Lewis isn't known for his footwork, but made a nifty move to stay in bounds on his scoring catch in the second quarter.

"That was sweet," Lewis said. "Donovan threw it out there and put me in position to make a play."

Owens, the All-Pro wideout, was considered the player the Eagles needed to win the conference. He helped lead Philadelphia to a 13-1 start before going down in the 14th regular-season game.

Owens' injury was a devastating blow for Philadelphia, but Westbrook, McNabb and others proved this wasn't a one-man offense.

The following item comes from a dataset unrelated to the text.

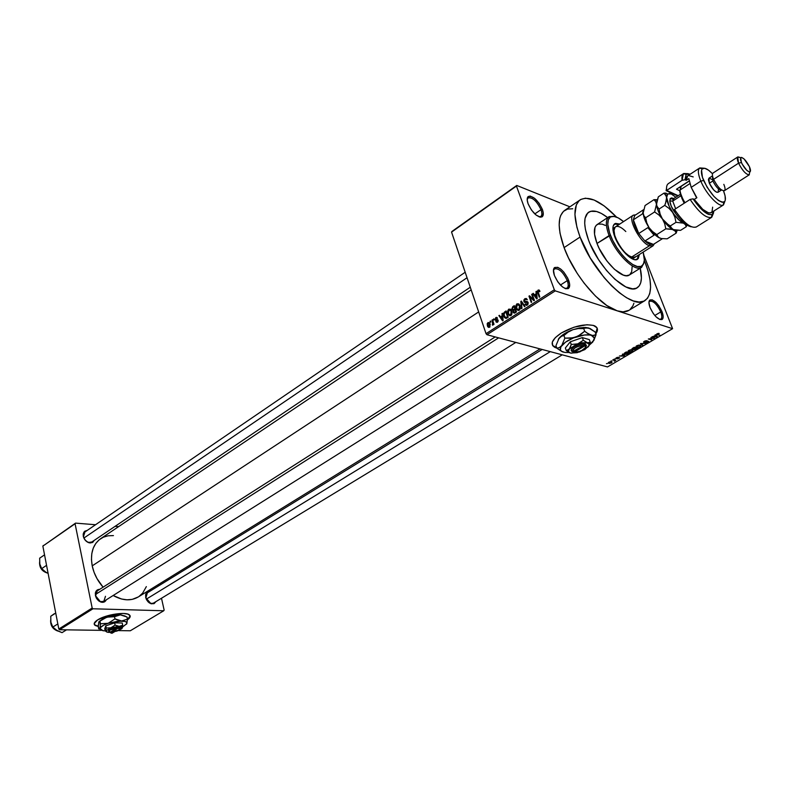 <?xml version="1.0" encoding="UTF-8"?>
<svg xmlns="http://www.w3.org/2000/svg" width="790" height="790" viewBox="0 0 790 790"><rect width="100%" height="100%" fill="white"/><g stroke="black" fill="none" stroke-linecap="round" stroke-linejoin="round"><path stroke-width="1.19" d="M538.958 216.806L540.558 216.628C542.118 215.64 542.256 213.33 540.992 209.676L542.355 209.37C543.747 213.349 543.589 215.877 541.891 216.944C537.012 217.211 532.42 212.826 528.105 203.8L531.423 209.982L536.035 215.018L540.37 217.181L542.365 216.628L543.263 213.053L542.355 209.37L539.086 203.267L534.534 198.28L530.208 196.068L528.184 196.562L527.216 200.097L528.105 203.8C526.871 200.265 526.89 197.865 528.145 196.592C532.914 195.535 537.654 199.801 542.355 209.37L540.992 209.676C542.207 213.132 542.128 215.413 540.765 216.5L538.958 216.806M659.403 319.328L660.608 319.229C662.148 318.311 662.198 315.882 660.746 311.951L662.01 311.645C663.6 315.941 663.551 318.587 661.872 319.585C657.863 319.664 653.932 315.674 650.081 307.646L653.261 313.502L655.996 316.79L659.986 319.555L662.622 318.972L663.185 316.78L662.01 311.645L658.86 305.858L656.164 302.6L652.204 299.815L649.528 300.328L648.936 302.481L650.081 307.646C648.639 303.755 648.57 301.197 649.874 299.983C653.794 299.262 657.843 303.143 662.01 311.645L660.746 311.951C662.148 315.704 662.158 318.103 660.776 319.14L659.403 319.328M564.949 288.429L566.736 288.291C568.484 287.244 568.672 284.696 567.269 280.638L568.662 280.312C570.192 284.736 570.005 287.521 568.089 288.666C563.211 288.933 558.658 284.548 554.432 275.532L557.839 281.912L562.51 286.938L565.541 288.646L568.81 288.133L569.639 284.203L567.763 278.199L563.823 272.115L560.683 269.044L557.671 267.297L554.353 267.731L553.454 269.992L554.432 275.532C553.069 271.602 553.099 268.946 554.531 267.563C559.32 266.477 564.03 270.723 568.662 280.312L567.269 280.638C568.602 284.479 568.504 286.987 566.963 288.172L564.949 288.429M488.121 322.518L487.193 323.703L487.46 326.072L488.487 327.396L489.849 327.021L490.027 323.88L489.306 322.725L488.111 322.527M94.198 624.021L94.82 624.93L98.266 626.203L95.205 625.206L94.198 624.021M98.266 626.48L94.879 625.216C93.398 623.804 94.356 622.007 97.733 619.834L94.208 623.596L95.264 625.492L98.266 626.48M552.615 345.418L556.703 347.748L554.096 346.731M556.832 348.084L555.014 347.481C549.692 344.292 551.815 339.453 561.364 332.965L555.321 337.626L552.309 342.119L552.733 345.753L556.832 348.084M91.788 542.029C88.055 543.263 85.281 541.466 83.463 536.637L83.177 534.208L83.928 532.065L87.226 530.416L84.678 531.245L83.217 533.912L83.286 536.292L84.945 539.856L87.907 542.355L90.119 542.977L92.953 542.138L94.138 540.439L92.173 542.631L89.063 542.799C86.09 541.752 84.174 539.58 83.286 536.292L84.589 539.333L86.624 541.466L88.579 542.424L91.818 542.009M105.475 596.302L103.806 601.378C100.073 602.563 97.338 600.756 95.59 595.946L95.323 593.29C95.797 590.713 97.249 589.399 99.668 589.36L97.644 589.765L95.63 592.056L95.422 595.63L96.36 598.139L99.017 601.141L101.229 602.178L104.369 601.911L106.275 599.827C105.189 602.019 103.362 602.76 100.814 602.059L97.377 599.62L95.422 595.63L100.37 601.654L103.836 601.358M562.253 354.829L153.517 603.086C150.07 604.123 147.503 602.345 145.814 597.763L150.979 603.718L148.056 601.842L145.844 598.06L147.365 592.816M145.607 594.771L145.814 597.763L146.219 593.112L147.681 591.759L149.685 591.384L147.651 591.779L145.804 594.001L145.686 597.467L146.614 599.896L149.172 602.8L151.265 603.797L154.198 603.54L155.887 601.644L153.931 603.669L150.979 603.718M560.416 285.042L567.269 280.638L560.416 285.042M654.811 315.496L660.746 311.951L654.811 315.496M534.8 213.932L540.992 209.676L534.8 213.932M640.216 268.215C642.507 278.287 641.49 284.815 637.165 287.797C627.349 295.421 598.445 267.563 588.609 240.279L585.439 229.544L584.699 223.363L585.074 218.267L586.545 214.426L589.034 211.977L592.431 210.999L596.598 211.503L601.358 213.438L607.668 217.596L601.358 213.438L596.598 211.503L590.624 211.305L587.671 213.024L585.074 218.267L584.699 223.363L585.439 229.544L588.609 240.279C583.375 225.683 583.415 216.312 588.718 212.174C593.231 209.587 599.551 211.394 607.668 217.596C599.551 211.394 593.231 209.587 588.718 212.174C583.415 216.312 583.375 225.683 588.609 240.279L590.169 244.11L588.609 240.279C598.445 267.563 627.349 295.421 637.165 287.797L637.165 287.797C641.49 284.815 642.507 278.287 640.216 268.215L641.421 277.971L640.759 282.662L639.051 286.118L636.335 288.222L632.711 288.844L625.838 286.938L614.976 279.334L606.493 270.437L598.573 259.663L590.169 244.11L598.573 259.663L606.493 270.437L614.976 279.334L625.838 286.938L632.711 288.844L636.335 288.222L639.051 286.118L640.759 282.662L641.421 277.971L640.216 268.215M580.097 199.91L564.731 210.347C557.582 215.927 557.365 228.35 564.09 247.616L580.067 237.049C573.194 217.694 573.254 205.272 580.265 199.791C589.044 195.466 601.141 201.233 616.546 217.112L604.301 206.012L594.149 200.028L585.479 198.181L580.897 199.406L579.05 200.759L576.325 204.896L574.923 214.426L576.907 227.234L580.067 237.049L564.09 247.616L568.514 257.945L577.293 273.508L584.215 283.294L595.462 296.062L606.789 305.503L617.158 310.816L672.596 328.679L607.52 366.925L486.976 334.733L555.261 290.878L617.158 310.816L555.261 290.878L554.323 289.772L486.048 333.676L451.554 232.112L516.443 186.055L554.323 289.772L516.443 186.055L516.739 185.453L569.906 206.832L516.739 185.453L451.89 231.49L516.739 185.453L451.554 232.112L451.89 231.49L451.554 232.112L486.048 333.676L554.323 289.772L555.261 290.878L486.976 334.733L486.048 333.676L486.976 334.733L607.52 366.925L672.596 328.679L617.158 310.816L623.083 311.862L629.018 310.302M644.334 260.335L644.828 261.559C652.451 281.724 652.461 294.749 644.867 300.644C631.842 310.786 593.142 273.557 580.067 237.049L590.249 257.945L604.103 277.586L611.687 285.891L619.301 292.705L626.608 297.781L633.323 300.911L639.189 302.027L643.988 301.109L647.553 298.225L649.775 293.544L650.595 287.254L650.012 279.63L648.057 270.95L644.334 260.335M113.434 535.59L108.112 535.788L103.322 537.21L99.145 539.807L95.748 543.49L93.26 548.132L91.808 553.543L91.452 559.537L92.213 565.867L478.661 311.932L92.213 565.867L94.069 572.286L96.953 578.517L103.095 587.177C97.535 580.838 93.911 573.738 92.213 565.867C90.08 553.415 92.914 544.35 100.686 538.662L471.176 289.891M595.798 333.824L597.112 331.494L596.954 327.771L593.379 325.391L586.901 324.749L573.994 327.218L561.364 332.965C574.389 325.826 585.39 323.416 594.366 325.737C597.941 327.406 598.415 330.101 595.798 333.824M608.873 362.205L608.28 362.966L609.752 363.44L612.122 362.185L609.416 361.948L608.912 363.351L611.519 362.926L611.786 361.889L608.873 362.205M612.783 359.934L614.551 360.497L614.245 361.208L615.815 360.368L613.257 359.657L614.551 360.497L614.245 361.208L615.815 360.368L612.783 359.934M616.447 357.742L615.835 358.305L616.289 358.68L619.093 357.949L617.464 358.927L619.696 357.949L616.605 358.364L618.422 357.287L616.96 357.485L616.131 358.64L619.064 357.939L617.286 358.907L619.548 357.663L616.536 358.344L618.422 357.287L616.447 357.742M624.959 352.765L624.139 353.9L625.799 354.473L629.847 352.933L626.361 351.935L624.959 352.765L624.92 354.325L627.695 354.147L629.847 352.933L626.361 351.935L624.959 352.765M632.75 348.163L632 349.16L634.469 349.753L637.727 348.301L634.242 347.284L632.168 349.279L634.034 349.703L637.727 348.301L634.242 347.284L632.75 348.163M640.502 343.591L642.458 345.516L642.961 345.22L641.184 343.561L645.884 343.502L640.502 343.591L642.458 345.516L642.961 345.22L641.184 343.561L645.884 343.502L640.502 343.591M650.901 337.458L653.666 338.308L648.323 338.989L651.78 340.036L649.499 338.91L654.851 338.238L650.901 337.458L653.666 338.308L648.323 338.989L651.78 340.036L649.499 338.91L654.851 338.238L650.901 337.458M658.11 333.39L656.648 334.555L659.966 335.227L657.181 334.269L659.008 333.42L657.102 333.765L656.925 334.713L659.966 335.227L657.211 334.298L659.235 333.479L658.11 333.39M655.019 335.039L655.621 335.612L651.957 336.846L656.974 336.984L657.487 336.678L655.532 334.733L655.019 335.039L655.621 335.612L651.957 336.846L656.974 336.984L657.487 336.678L655.532 334.733L655.019 335.039M644.364 341.28L643.534 342.021L644.136 342.534L648.106 341.586L645.983 342.909L648.768 341.478L644.403 342.208L644.719 341.428L647.148 340.688L645.104 340.915L643.85 342.475L647.998 341.507L645.509 342.85L647.998 342.297L648.531 341.231L644.334 342.188L647.148 340.688L644.364 341.28M638.685 345.112L636.552 345.892L635.96 346.958L637.826 347.531L640.542 346.682L640.888 345.408L638.685 345.112L636.75 345.763L635.901 346.741L636.414 347.294L640.315 346.82L640.65 345.289L638.685 345.112M630.766 349.772L628.643 350.553L628.07 351.609L630.341 352.143L632.642 351.323L632.978 350.069L630.766 349.772L628.84 350.434L628.011 351.392L628.504 351.935L632.425 351.461L632.76 349.96L630.766 349.772M622.382 354.285L623.014 354.819L621.375 355.786L619.409 356.033L624.436 356.122L624.93 355.826L622.875 353.989L622.382 354.285L623.014 354.819L621.375 355.786L619.409 356.033L624.436 356.122L624.93 355.826L622.875 353.989L622.382 354.285M614.136 359.144L615.114 359.006L614.136 359.144M610.897 361.05L611.875 360.912L610.897 361.05M606.463 363.667L607.441 363.519L606.463 363.667M643.939 255.466L672.596 328.679L643.939 255.466M490.027 321.372L490.333 322.251L490.817 321.935L490.511 321.046L490.027 321.372L490.689 321.55L490.027 321.372L490.333 322.251L490.817 321.935L490.511 321.046L490.027 321.372M493.385 319.19L493.691 320.078L494.185 319.762L493.878 318.874L493.691 320.078L494.185 319.762L493.878 318.874L493.385 319.19M501.956 313.63L502.173 315.773L500.465 316.879L499.389 315.299L498.875 315.635L502.608 320.849L503.131 320.513L502.479 313.294L502.173 315.773L500.465 316.879L499.389 315.299L498.875 315.635L502.608 320.849L503.131 320.513L502.479 313.294L501.956 313.63M510.478 309.216L508.592 309.236L507.565 311.379L508.355 314.627L509.925 315.842L511.96 314.065L511.495 310.5L510.478 309.216L508.701 309.166L507.605 311.043L508.385 314.677L510.933 315.575L511.723 311.043L510.478 309.216M518.724 303.874L516.927 303.824L515.781 306.056L516.581 309.315L518.181 310.519L519.435 310.085L520.225 308.732L519.751 305.157L518.724 303.874L516.927 303.824L515.831 305.72L516.581 309.295L519.188 310.263L519.978 305.7L518.724 303.874M524.856 298.689L523.889 299.943L523.918 301.533L524.797 302.491L527.404 302.412L527.058 304.288L525.044 304.19L526.742 305.315L527.987 304.259L528.135 302.59L527.157 301.454L524.54 301.434L525.074 299.45L527.295 299.716L526.337 298.501L524.856 298.689L527.157 299.4L524.856 298.689L524.086 301.899L527.562 302.728L526.96 304.348L525.518 303.775L525.222 304.584L527.236 305.078L528.076 302.422L524.511 301.385L525.074 299.45L527.295 299.716L524.856 298.689M535.956 291.599L536.183 293.762L534.415 294.917L533.299 293.317L532.756 293.673L536.657 298.916L537.2 298.561L536.489 291.243L536.183 293.762L534.415 294.917L533.299 293.317L532.756 293.673L536.657 298.916L537.2 298.561L536.489 291.243L535.956 291.599M539.106 289.999L537.99 290.187L537.417 291.441L539.274 297.228L539.787 296.892L538.01 291.421L538.681 290.74L539.481 291.737L539.965 291.322L539.106 289.999L538.138 290.078L537.733 292.942L539.274 297.228L539.787 296.892L538 291.668L538.385 290.829L539.481 291.737L539.965 291.322L539.106 289.999M531.66 294.374L533.467 299.42L529.517 295.776L528.964 296.122L531.216 302.422L531.719 302.086L529.922 297.04L533.882 300.694L534.425 300.348L532.174 294.048L531.66 294.374L532.371 294.601L531.66 294.374L533.467 299.42L529.517 295.776L528.964 296.122L531.216 302.422L531.719 302.086L529.922 297.04L533.882 300.694L534.425 300.348L532.174 294.048L531.66 294.374M520.827 301.405L521.449 308.702L521.983 308.367L521.361 301.958L524.52 306.727L525.044 306.392L521.321 301.089L520.827 301.405L521.736 301.681L520.827 301.405L521.449 308.702L521.983 308.367L521.361 301.958L524.52 306.727L525.044 306.392L521.321 301.089L520.827 301.405M512.75 306.639L511.762 309.088L513.085 310.549L513.135 312.514L514.359 313.176L516.502 311.892L514.3 305.631L512.75 306.639L513.698 306.915L512.75 306.639L511.871 309.463L513.085 310.549L513.174 312.573L514.942 312.899L516.502 311.892L514.3 305.631L512.75 306.639M504.642 311.892L503.615 313.156L503.556 315.141L504.445 317.531L506.044 318.488L508.266 317.195L506.094 310.954L504.642 311.892L505.59 312.168L504.642 311.892L503.852 316.267L504.395 317.442L506.044 318.488L508.266 317.195L506.094 310.954L504.642 311.892M495.814 317.521L495.044 319.456L495.745 320.523L497.601 320.493L497.206 321.56L495.853 321.639L496.979 322.389L498.016 321.589L498.154 320.315L497.414 319.466L495.676 319.516L496.002 318.182L497.512 318.192L496.821 317.382L495.814 317.521L497.394 317.965L495.814 317.521L495.31 320.157L497.651 320.592L496.021 321.935L497.443 322.192L498.115 320.177L495.656 319.476L496.002 318.182L497.512 318.192L495.814 317.521M491.982 320.098L492.841 325.144L493.286 323.89L493.533 324.621L494.026 324.295L492.476 319.782L491.982 320.098L492.644 320.286L491.982 320.098L493.009 323.426L492.427 325.134L493.286 323.89L493.533 324.621L494.026 324.295L492.476 319.782L491.982 320.098M572.74 208.767L567.576 209.073L563.497 211.335L560.693 215.502L559.814 218.277L559.162 225.051L560.021 233.277L564.09 247.616C573.984 275.167 600.054 305.967 617.158 310.816C621.928 312.327 625.818 312.188 628.84 310.411L644.867 300.644M59.576 629.739L92.953 608.784L163.728 610.769L130.301 630.775L118.421 630.598L130.301 630.775L163.728 610.769L92.953 608.784L92.173 608.033L58.806 629.018L42.858 546.097L75.08 523.76L92.173 608.033L75.08 523.76L75.554 523.118L95.541 524.738L75.554 523.118L42.858 546.097L43.351 545.446L42.858 546.097L58.806 629.018L92.173 608.033L92.953 608.784L59.576 629.739L58.806 629.018L59.576 629.739L101.476 630.351L59.576 629.739M127.407 619.864L129.59 617.899L130.054 615.677L127.812 614.106L123.161 613.455L109.711 615.183L97.733 619.834C105.771 614.551 126.094 611.45 129.471 614.946C130.893 616.24 130.202 617.879 127.407 619.864M158.435 584.501L158.731 585.815L158.435 584.501M161.496 598.237L164.142 610.087L163.728 610.769L164.142 610.087L161.496 598.237M115.113 526.328L118.638 526.614L115.113 526.328M540.064 348.913L138.102 597.062C130.814 601.18 122.499 600.667 113.158 595.502L121.492 598.998L127.012 599.817L132.236 599.373L138.29 596.944M139.06 596.43L142.694 593.083L146.347 586.615M83.177 534.208L83.463 536.637L84.915 531.996M95.323 593.29L95.59 595.946L97.239 590.91L495.192 336.925M629.926 309.66L632.918 305.819L633.896 303.251M527.187 199.436L528.155 197.826C532.588 197.224 536.864 201.174 540.992 209.676C536.677 200.897 532.332 196.996 527.967 197.974L527.187 199.436M648.946 302.284L649.775 301.148C653.419 300.783 657.073 304.387 660.746 311.951C656.925 304.15 653.212 300.585 649.617 301.257L648.946 302.284M553.425 270.555L554.521 268.807C558.965 268.185 563.211 272.125 567.269 280.638C563.013 271.839 558.698 267.948 554.313 268.956L553.425 270.555M538.454 293.169L537.733 292.942L538.454 293.169M539.6 290.542L538.138 290.078L539.6 290.542M533.754 293.979L532.756 293.673L533.754 293.979M535.353 295.213L534.415 294.917L535.353 295.213M536.756 293.939L536.183 293.762L536.756 293.939M536.282 294.611L537.17 298.265L534.85 295.539L536.835 294.788L536.282 294.611L536.647 298.106L534.85 295.539L536.282 294.611M531.384 297.494L529.922 297.04L531.384 297.494M530.376 296.566L528.964 296.122L530.376 296.566M534.178 299.637L533.467 299.42L534.178 299.637M526.96 302.126L525.557 301.701M527.947 302.126L526.11 301.563L527.947 302.126M527.463 304.92L525.044 304.19L527.463 304.92M527.769 304.594L526.96 304.348L527.769 304.594M528.204 302.925L527.562 302.728L528.204 302.925M528.095 302.471L527.167 302.185L528.095 302.471M526.308 302.264L523.918 301.533L526.308 302.264M525.834 304.762L526.249 305.355L525.834 304.762M522.704 303.054L521.913 302.817L522.704 303.054M522.081 302.175L521.361 301.958L522.081 302.175M519.188 310.263L518.862 309.71M516.848 308.505L516.117 308.288L516.848 308.505M516.384 305.878L515.831 305.72L516.384 305.878M519.386 304.565L516.927 303.824L519.168 304.723M519.474 306.016L518.931 309.532L519.731 309.769L517.341 309.265L516.63 307.981L517.193 304.555L520.146 306.214L519.474 306.016L519.425 309.038L517.865 309.641L516.561 307.774L516.492 305.473L517.944 304.357L519.474 306.016M515.07 312.82L513.006 312.218L515.07 312.82M513.579 310.697L513.085 310.549L513.579 310.697M515.09 309.611L516.433 311.685L514.863 312.05L515.831 312.327L513.589 312.05L513.638 310.618L515.09 309.611L515.771 309.818L515.09 309.611L515.742 311.487L513.944 312.366L513.47 310.885L515.09 309.611M514.063 306.688L515.514 309.088L513.836 309.522L514.794 309.799L512.503 309.423L512.503 307.794L514.063 306.688L514.744 306.895L514.063 306.688L514.833 308.88L512.967 309.799L512.335 308.11L514.063 306.688M508.602 313.808L507.891 313.6L508.602 313.808M508.158 311.201L507.605 311.043L508.158 311.201M511.14 309.877L508.701 309.166L510.952 310.045M511.219 311.349L510.676 314.845L511.476 315.082L509.096 314.578L508.395 313.304L508.957 309.887L511.881 311.546L511.219 311.349L511.17 314.361L509.619 314.963L508.326 313.097L508.365 310.579L509.886 309.729L511.219 311.349M504.553 316.464L503.852 316.267L504.553 316.464M506.736 317.935L504.395 317.442M505.847 312.001L507.516 316.79L508.197 316.978L505.877 317.689L507.002 318.015L504.8 316.948L504.02 314.301L504.958 312.583L506.528 312.198L505.847 312.001L507.516 316.79L505.59 317.659L504.129 315.151L504.247 313.275L505.847 312.001M499.794 315.901L498.875 315.635L499.794 315.901M501.413 317.155L500.465 316.879L501.413 317.155M502.716 315.931L502.173 315.773L502.716 315.931M502.262 316.612L503.102 320.187L500.88 317.501L502.786 316.76L502.262 316.612L502.608 320.049L500.88 317.501L502.262 316.612M498.144 320.296L495.844 319.644L498.144 320.296M498.056 320.049L496.416 319.585L498.056 320.049M497.562 322.113L495.853 321.639L497.562 322.113M497.917 321.757L497.206 321.56L497.917 321.757M498.214 320.75L497.651 320.592L498.214 320.75M498.204 320.552L497.433 320.345M497.187 320.325L495.123 319.752L497.187 320.325M493.947 324.078L493.286 323.89L493.947 324.078M493.237 324.641L492.348 324.394L493.237 324.641M493.276 324.404L492.723 324.246L493.276 324.404M493.799 323.643L493.009 323.426L493.799 323.643M493.454 322.626L492.792 322.438L493.454 322.626M490.096 324.078L489.662 323.13L487.944 322.626L489.632 323.09L487.944 322.626L487.815 326.784L489.533 327.297L490.096 324.078M488.101 326.072L487.391 325.885L488.101 326.072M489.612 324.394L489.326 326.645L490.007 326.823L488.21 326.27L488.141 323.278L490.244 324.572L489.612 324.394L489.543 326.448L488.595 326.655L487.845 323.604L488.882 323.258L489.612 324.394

Owens has an outside chance of playing in the Super Bowl in two weeks. He stood on the sidelines against the Falcons, waving his arms and encouraging the crowd to make more noise.

"We'll see how he does this next week, if he can put more pressure on it," Eagles coach Andy Reid said.

Westbrook caught as many passes as Philadelphia's wide receivers -- Todd Pinkston, Freddie Mitchell and Greg Lewis -- combined to grab against Atlanta. McNabb threw for 180 yards and two TDs, and outran Vick 32-26.

"We know a lot of people turned their backs on us and didn't think we can do it," McNabb said. "I set a goal to win the Super Bowl. We're excited about this win, but we're not done."

Westbrook's neat 36-yard run in the first quarter set up Philadelphia's first score, a run by Levens. After not being involved much in the second quarter, Westbrook had runs of 8, 12 and 11 yards on three consecutive plays on the opening drive of the third quarter that resulted in a field goal that gave the Eagles a 17-10 lead.

Westbrook, Correll Buckhalter and Duce Staley formed Philadelphia's "three-headed monster" rushing attack last season, combining for 2,157 total yards and 29 touchdowns.

But after Staley signed with Pittsburgh in the offseason and Buckhalter went down with a season-ending knee injury in preseason, Westbrook became the primary back.

He quickly silenced critics who thought he was too small -- he's generously listed at 5-foot-10 and 205 pounds in Philadelphia's media guide -- by running for 119 yards in the season opener.

Westbrook missed just one game with sore ribs, and was held out of the final two games because the Eagles had nothing on the line. He finished with 812 yards rushing and three TDs and was the team's second-leading receiver with 73 catches for 703 yards and six TDs.

"I was disappointed I didn't get to play last year," Westbrook said. "I'm happy we got the win, but we got one more win to go."